Quarterly Outlook
Macro Outlook: The US rate cut cycle has begun
Peter Garnry
Chief Investment Strategist
Chief Investment Strategist
Summary: The Nasdaq-100 Index is set for a special rebalance effective before the open on the 24 July 2023 in order to address the overconcentration by the five largest securities in the index. The special rebalance will trigger around $9.6bn in rebalancing traded value by the 24 ETFs listed in the US and Europe tracking the Nasdaq-100 Index. The underlying equity valuation of these securities is not impacted by the special rebalance and the rebalancing should in theory not have a significant price impact based on our estimates.
On Friday, the US stock exchange Nasdaq announced that the Nasdaq-100 Index will undergo a special rebalance effective prior to the market open on Monday the 24 July 2023. The aim is to address overconcentration in the index by redistributing the weights and the special rebalancing will not result in removal or addition of any securities. Nasdaq refers to the methodology paper of the Nasdaq-100 Index for its decision. It says clearly on page 4 that in the event that the five largest securities in the index, with individual weights exceeding 4.5%, have a combined weight above 40% the five largest stocks will be brought down to a combined weight to 40% in the quarterly weight adjustment. In the annual weight adjustment the combined weight would be set to 38.5%.

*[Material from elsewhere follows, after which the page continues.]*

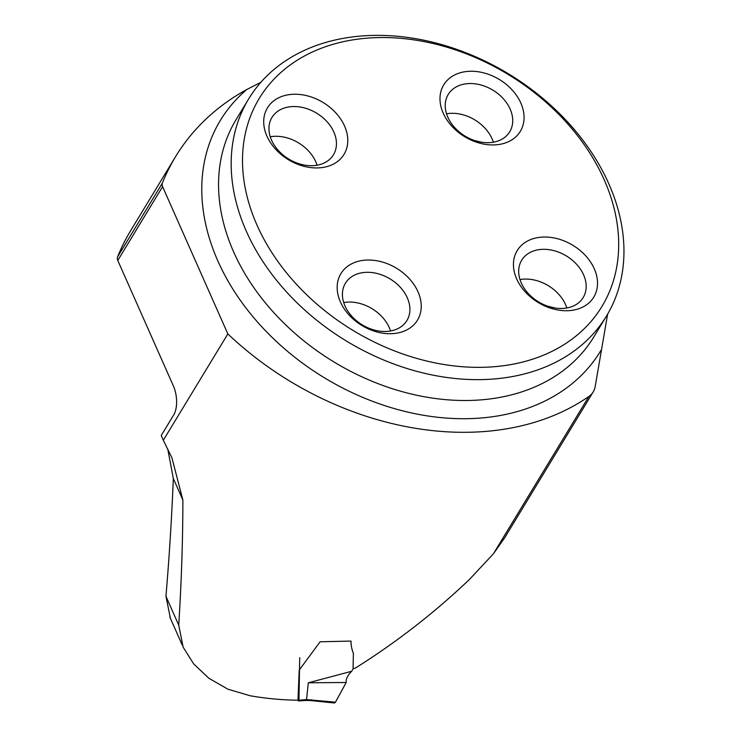 <?xml version="1.0" encoding="UTF-8"?>
<svg xmlns="http://www.w3.org/2000/svg" width="740" height="740" viewBox="0 0 740 740"><rect width="100%" height="100%" fill="white"/><g stroke="black" fill="none" stroke-linecap="round" stroke-linejoin="round"><path stroke-width="1.11" d="M260.887 82.297L246.809 89.503A319.699 238.696 31.3 0 0 175.556 156.677A319.699 238.696 31.3 0 0 162.393 183.067A6.54 4.884 31.3 0 0 162.587 186.656L227.846 333.925L163.318 440.254L171.958 457.958L182.873 500.027C182.845 539.543 181.476 581.261 178.747 625.198L183.15 647.204L193.649 663.882L208.883 678.275L227.939 689.208L250.194 695.776A277.944 207.524 -148.7 0 0 297.989 700.216L299.2 670.107L320.124 641.774L351 641.09C351 645.4 351.796 649.48 353.387 653.327L353.063 668.414L355.024 668.303C396.446 642.311 434.611 612.665 469.521 579.365L493.377 553.835L504.116 538.554M227.846 333.925A277.944 207.524 31.3 0 0 588.883 396.455A26.159 19.527 31.3 0 0 593.221 391.886A26.159 19.527 31.3 0 0 595.201 386.456L607.633 314.121M167.74 448.949L173.317 478.475C171.819 516.548 169.358 555.823 165.954 596.32L170.422 618.39M175.556 156.677L130.758 230.51A319.699 238.696 31.3 0 0 117.586 256.891A6.54 4.884 31.3 0 0 117.78 260.48L173.391 385.956A20.924 10.184 -97.4 0 1 173.724 414.909L161.218 435.518L163.318 440.254M548.109 306.314L555.24 308.034M481.509 142.219L474.618 140.526M503.126 378.011A209.272 156.251 -148.7 0 1 286.574 291.995A209.272 156.251 -148.7 0 1 248.659 98.929A209.272 156.251 -148.7 0 1 352.009 37A209.272 156.251 -148.7 0 1 568.561 123.016A209.272 156.251 -148.7 0 1 606.476 316.072A209.272 156.251 -148.7 0 1 503.126 378.011M502.987 365.791A200.447 149.656 -148.7 0 1 244.043 140.443A200.447 149.656 -148.7 0 1 544.816 101.214A200.447 149.656 -148.7 0 1 502.987 365.791M321.918 167.592A44.798 33.448 31.3 0 0 344.553 126.031A44.798 33.448 31.3 0 0 289.571 94.591A44.798 33.448 31.3 0 0 266.937 136.151A44.798 33.448 31.3 0 0 321.918 167.592M498.196 144.596A44.798 33.448 -148.7 0 1 443.214 113.165A44.798 33.448 -148.7 0 1 465.849 71.604A44.798 33.448 -148.7 0 1 520.831 103.036A44.798 33.448 -148.7 0 1 498.196 144.596M395.382 333.37A44.798 33.448 -148.7 0 1 340.4 301.929A44.798 33.448 -148.7 0 1 363.035 260.369A44.798 33.448 -148.7 0 1 418.017 291.81A44.798 33.448 -148.7 0 1 395.382 333.37M571.659 310.375A44.798 33.448 31.3 0 0 594.294 268.814A44.798 33.448 31.3 0 0 539.312 237.374A44.798 33.448 31.3 0 0 516.668 278.934A44.798 33.448 31.3 0 0 571.659 310.375M343.712 302.549A35.973 26.853 -148.7 0 1 345.118 302.336A35.973 26.853 -148.7 0 1 390.554 330.974M363.174 272.579A35.973 26.853 -148.7 0 1 400.396 287.37A35.973 26.853 -148.7 0 1 406.907 320.55A35.973 26.853 -148.7 0 1 362.23 324.851A35.973 26.853 -148.7 0 1 345.414 283.226A35.973 26.853 -148.7 0 1 363.174 272.579M519.989 279.563A35.973 26.853 -148.7 0 1 521.395 279.341A35.973 26.853 -148.7 0 1 566.831 307.988M539.451 249.593A35.973 26.853 -148.7 0 1 576.663 264.374A35.973 26.853 -148.7 0 1 583.185 297.554A35.973 26.853 -148.7 0 1 538.498 301.855A35.973 26.853 -148.7 0 1 521.682 260.239A35.973 26.853 -148.7 0 1 539.451 249.593M446.525 113.784A35.973 26.853 -148.7 0 1 447.931 113.572A35.973 26.853 -148.7 0 1 493.367 142.21M465.987 83.814A35.973 26.853 -148.7 0 1 503.209 98.596A35.973 26.853 -148.7 0 1 509.721 131.785A35.973 26.853 -148.7 0 1 465.044 136.077A35.973 26.853 -148.7 0 1 448.227 94.461A35.973 26.853 -148.7 0 1 465.987 83.814M270.248 136.771A35.973 26.853 -148.7 0 1 271.654 136.558A35.973 26.853 -148.7 0 1 317.09 165.205M289.71 106.81A35.973 26.853 -148.7 0 1 326.932 121.591A35.973 26.853 -148.7 0 1 333.453 154.771A35.973 26.853 -148.7 0 1 288.767 159.072A35.973 26.853 -148.7 0 1 271.95 117.447A35.973 26.853 -148.7 0 1 289.71 106.81M299.728 657.62L298.951 700.17L306.536 699.587L308.303 682.789L346.19 682.484C345.774 679.154 347.596 675.417 351.667 671.282L353.461 668.396M308.303 682.789L351.667 671.282M306.536 699.587L335.47 702.186L334.471 703M346.181 682.502L335.47 702.186M297.85 700.216L298.636 700.984L298.951 700.17M310.402 700.54L311.596 699.744M305.481 700.456L306.508 699.661M346.07 682.724L335.479 702.177M588.883 396.455L493.377 553.835M162.587 186.656L117.78 260.48M248.659 98.929L236.023 119.76A209.272 156.251 31.3 0 0 333.86 361.906A209.272 156.251 31.3 0 0 593.832 336.904L606.476 316.072M117.586 256.891L162.393 183.067M601.037 350.233A222.352 166.019 -148.7 0 1 302.318 362.998A222.352 166.019 -148.7 0 1 246.809 89.503M178.747 625.198L165.954 596.32M182.873 500.027L173.317 478.475M504.19 538.6L593.221 391.886M182.271 645.114L169.83 617.049M310.439 700.54L334.23 702.972M305.518 700.456L310.467 700.54M298.636 700.984L305.555 700.447"/></g></svg>
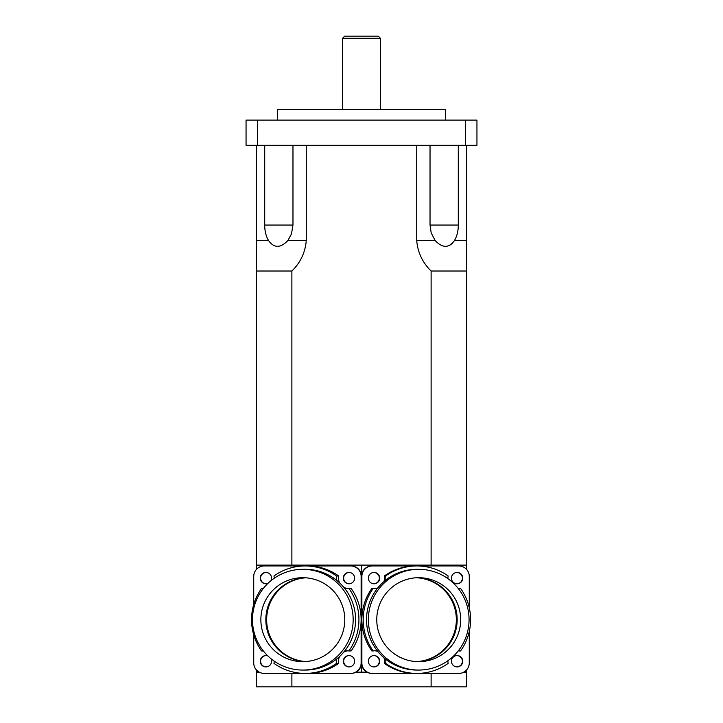 <?xml version="1.0" encoding="UTF-8"?>
<svg xmlns="http://www.w3.org/2000/svg" width="723" height="723" viewBox="0 0 723 723"><rect width="100%" height="100%" fill="white"/><g stroke="black" fill="none" stroke-linecap="round" stroke-linejoin="round"><path stroke-width="1.08" d="M457.162 619.683A41.979 41.952 -90 0 1 416.963 661.626A41.979 41.952 90 0 0 457.162 619.683A41.979 41.952 90 0 0 416.963 577.74A41.979 41.952 -90 0 1 457.162 619.683M416.556 661.608A41.979 41.952 90 0 0 456.349 619.683A41.979 41.952 90 0 0 416.556 577.758M305.305 661.59A41.979 41.952 90 0 1 265.838 619.683A41.979 41.952 90 0 1 305.305 577.776A41.979 41.952 -90 0 0 265.838 619.683A41.979 41.952 -90 0 0 305.305 661.59M305.712 577.804A41.979 41.952 -90 0 0 266.651 619.683A41.979 41.952 -90 0 0 305.712 661.563M378.292 36.15L344.708 36.15L342.612 38.247L380.388 38.247L378.292 36.15M342.612 109.616L342.612 38.247M287.51 240.967L287.908 240.479C280.506 248.269 274.035 248.269 268.504 240.479C265.974 236.141 264.708 230.999 264.708 225.061L264.708 225.142M292.969 145.296L292.969 225.061L291.496 233.854L287.935 240.443M292.815 225.061L264.708 225.061L264.708 145.296M458.292 145.296L458.292 225.061C458.292 230.999 457.026 236.141 454.496 240.479C448.965 248.269 442.494 248.269 435.092 240.479L431.188 232.887L430.031 225.061L430.031 145.296M306.272 145.296L306.272 240.479C305.296 252.408 300.497 262.594 291.884 271.026L256.548 271.026L256.548 145.296M466.452 145.296L466.452 271.026L431.116 271.026C422.503 262.594 417.704 252.408 416.728 240.479L416.728 145.296M465.422 145.296L465.422 120.108L476.945 120.108L476.945 145.296L246.055 145.296L246.055 120.108L257.578 120.108L257.578 145.296M450.519 244.844L452.146 243.488M454.216 240.913L454.541 240.407M445.458 120.108L445.458 109.616L277.542 109.616L277.542 120.108M465.422 120.108L257.578 120.108M291.884 565.106L291.884 271.026M431.116 565.106L431.116 271.026M256.548 569.281L256.548 240.479L268.504 240.479M256.548 670.076L256.548 686.85L466.452 686.85L466.452 670.076M466.452 569.281L466.452 240.479L454.496 240.479M466.452 565.106L256.548 565.106M355.996 672.155L367.004 672.155M463.768 672.155L466.452 672.155M256.548 672.155L259.232 672.155M361.5 672.155L361.5 565.106M431.116 673.42L431.116 686.85M291.884 673.42L291.884 686.85M302.82 569.308L305.233 569.308A50.375 50.348 90 0 1 336.484 659.177A50.375 50.348 90 0 1 305.233 670.058L302.82 670.058A50.375 50.348 90 0 1 252.472 619.683A50.375 50.348 90 0 1 348.134 597.74A50.375 50.348 90 0 1 302.82 670.058M260.858 619.683A41.979 41.952 90 0 1 302.82 577.704A41.979 41.952 90 0 1 344.772 619.683A41.979 41.952 90 0 1 302.82 661.662A41.979 41.952 90 0 1 260.858 619.683M344.708 588.414A10.493 10.493 -90 0 0 348.893 588.395A53.737 53.701 90 0 1 348.893 650.962A10.493 10.493 -90 0 0 344.708 650.953M336.484 659.177A10.493 10.493 -90 0 0 336.502 663.371A53.737 53.701 90 0 1 273.972 663.371A10.493 10.493 -90 0 0 274.189 661.12M263.19 650.763A10.493 10.493 -90 0 0 261.572 650.962A53.737 53.701 90 0 1 261.572 588.395A10.493 10.493 -90 0 0 263.19 588.603M274.189 578.246A10.493 10.493 -90 0 0 273.972 575.987A53.737 53.701 90 0 1 336.502 575.987A10.493 10.493 -90 0 0 336.484 580.18M339.62 656.475A10.493 10.493 -90 0 0 338.698 663.371A53.737 53.701 90 0 1 307.429 673.42L264.22 673.42A10.493 10.493 90 0 1 253.728 662.919L253.728 634.893M338.698 663.371L336.502 663.371M263.353 650.962L261.572 650.962M263.353 588.395L261.572 588.395M348.893 588.395L351.098 588.395A53.737 53.701 90 0 1 361.129 619.683L361.129 576.439A10.493 10.493 90 0 0 350.646 565.946L307.429 565.946A53.737 53.701 90 0 1 338.698 575.987L336.502 575.987M338.698 575.987A10.493 10.493 -90 0 0 339.62 582.883M343.723 587.212A10.493 10.493 -90 0 0 347.871 588.558M307.429 673.42L350.646 673.42A10.493 10.493 90 0 0 361.129 662.919L361.129 619.683A53.737 53.701 90 0 1 351.098 650.962L348.893 650.962M347.871 650.808A10.493 10.493 -90 0 0 343.723 652.146M270.953 658.68A5.667 5.667 90 0 1 265.892 666.913A5.667 5.667 90 0 1 260.235 661.238A5.667 5.667 90 0 1 267.844 655.924M253.728 604.464L253.728 576.439A10.493 10.493 90 0 1 264.22 565.946L307.429 565.946M267.844 583.443A5.667 5.667 90 0 1 260.235 578.12A5.667 5.667 90 0 1 265.892 572.453A5.667 5.667 90 0 1 270.953 580.677M354.632 578.12A5.667 5.667 90 0 1 348.965 583.786A5.667 5.667 90 0 1 343.298 578.12A5.667 5.667 90 0 1 348.965 572.453A5.667 5.667 90 0 1 354.632 578.12M354.632 661.238A5.667 5.667 90 0 1 348.965 666.913A5.667 5.667 90 0 1 343.298 661.238A5.667 5.667 90 0 1 348.965 655.571A5.667 5.667 90 0 1 354.632 661.238M349.146 655.58A5.667 5.667 -90 0 0 343.669 661.238A5.667 5.667 -90 0 0 349.146 666.904M349.146 572.453A5.667 5.667 -90 0 0 343.669 578.12A5.667 5.667 -90 0 0 349.146 583.786M266.082 572.453A5.667 5.667 -90 0 0 260.596 578.12A5.667 5.667 -90 0 0 266.082 583.786M266.082 655.58A5.667 5.667 -90 0 0 260.596 661.238A5.667 5.667 -90 0 0 266.082 666.904M350.646 673.42L351.007 673.42A10.493 10.493 -90 0 0 361.5 662.919L361.5 576.439A10.493 10.493 -90 0 0 351.007 565.946L350.646 565.946M418.716 670.058L416.891 670.058A50.375 50.348 -90 0 1 385.639 580.18A50.375 50.348 -90 0 1 416.891 569.308L418.716 569.308A50.375 50.348 -90 0 1 458.192 650.953A50.375 50.348 -90 0 1 368.369 619.683A50.375 50.348 -90 0 1 418.716 569.308M376.764 619.683A41.979 41.952 -90 0 1 418.716 577.704A41.979 41.952 -90 0 1 460.678 619.683A41.979 41.952 -90 0 1 418.716 661.662A41.979 41.952 -90 0 1 376.764 619.683M458.355 588.612A10.493 10.493 90 0 0 460.551 588.395A53.737 53.701 -90 0 1 460.551 650.962A10.493 10.493 90 0 0 458.355 650.745M447.944 660.695A10.493 10.493 90 0 0 448.152 663.371A53.737 53.701 -90 0 1 385.621 663.371A10.493 10.493 90 0 0 385.639 659.177M377.415 650.953A10.493 10.493 90 0 0 373.222 650.962A53.737 53.701 -90 0 1 373.222 588.395A10.493 10.493 90 0 0 377.415 588.414M385.639 580.18A10.493 10.493 90 0 0 385.621 575.987A53.737 53.701 -90 0 1 448.152 575.987A10.493 10.493 90 0 0 447.944 578.662M373.222 650.962L371.902 650.962A53.737 53.701 -90 0 1 361.871 619.683L361.871 662.919A10.493 10.493 -90 0 0 372.354 673.42L415.571 673.42A53.737 53.701 -90 0 1 384.302 663.371L385.621 663.371M384.302 663.371A10.493 10.493 90 0 0 383.931 657.767M377.822 651.45A10.493 10.493 90 0 0 374.695 650.763M383.931 581.599A10.493 10.493 90 0 0 384.302 575.987A53.737 53.701 -90 0 1 415.571 565.946L372.354 565.946A10.493 10.493 -90 0 0 361.871 576.439L361.871 619.683A53.737 53.701 -90 0 1 371.902 588.395L373.222 588.395M374.695 588.594A10.493 10.493 90 0 0 377.822 587.907M384.302 575.987L385.621 575.987M458.301 588.549A10.493 10.493 90 0 0 459.232 588.395L460.551 588.395M458.301 650.817A10.493 10.493 90 0 1 459.232 650.962L460.551 650.962M379.702 661.238A5.667 5.667 -90 0 1 374.035 666.913A5.667 5.667 -90 0 1 368.369 661.238A5.667 5.667 -90 0 1 374.035 655.571A5.667 5.667 -90 0 1 379.702 661.238M379.702 578.12A5.667 5.667 -90 0 1 374.035 583.786A5.667 5.667 -90 0 1 368.369 578.12A5.667 5.667 -90 0 1 374.035 572.453A5.667 5.667 -90 0 1 379.702 578.12M415.571 565.946L458.78 565.946A10.493 10.493 -90 0 1 469.272 576.439L469.272 607.844M462.765 578.12A5.667 5.667 -90 0 1 457.108 583.786A5.667 5.667 -90 0 1 451.441 578.12A5.667 5.667 -90 0 1 457.108 572.453A5.667 5.667 -90 0 1 462.765 578.12M469.272 631.513L469.272 662.919A10.493 10.493 -90 0 1 458.78 673.42L415.571 673.42M462.765 661.238A5.667 5.667 -90 0 1 457.108 666.913A5.667 5.667 -90 0 1 451.441 661.238A5.667 5.667 -90 0 1 457.108 655.571A5.667 5.667 -90 0 1 462.765 661.238M456.918 666.904A5.667 5.667 90 0 0 462.404 661.238A5.667 5.667 90 0 0 456.918 655.58M456.918 583.786A5.667 5.667 90 0 0 462.404 578.12A5.667 5.667 90 0 0 456.918 572.453M373.854 583.786A5.667 5.667 90 0 0 379.331 578.12A5.667 5.667 90 0 0 373.854 572.453M373.854 666.904A5.667 5.667 90 0 0 379.331 661.238A5.667 5.667 90 0 0 373.854 655.58M372.354 673.42L371.993 673.42A10.493 10.493 90 0 1 361.5 662.919L361.5 576.439A10.493 10.493 90 0 1 371.993 565.946L372.354 565.946M430.031 225.061L458.292 225.061M287.908 240.479L306.272 240.479M416.728 240.479L435.092 240.479M361.129 662.919L361.871 662.919M361.129 576.439L361.871 576.439M380.388 109.616L380.388 38.247"/></g></svg>

The special rebalance will be based on shares outstanding as of 3 July 2023 and the index share announcement and pro-forma file release of the weight changes will take place on Friday the 14 July 2023 allowing market participants five trading sessions to meet the new target weights.
Rebalancing should not theoretically not have an impact
As with stock splits and dividends these events do not change the underlying equity valuation of the securities and thus new stories yesterday suggesting the top five technology stocks in the Nasdaq-100 Index were down due to the announcement is a bit silly. Given the underlying value has not changed any front-selling of shares in advance of the special rebalance should theoretically be met by bids as the underlying value has not changed. Despite this obvious fact one could still make the case that forced selling by passive ETFs tracking the Nasdaq-100 Index could move the market.
The table below shows the 8 largest securities in the Nasdaq-100 Index as of 3 July 2023 with the top five securities being Microsoft, Apple, Nvidia, Amazon, and Tesla. These five securities had a combined index weight of 43.55% on 3 July 2023 and thus were in violation with the index methodology at the time of the quarterly rebalancing.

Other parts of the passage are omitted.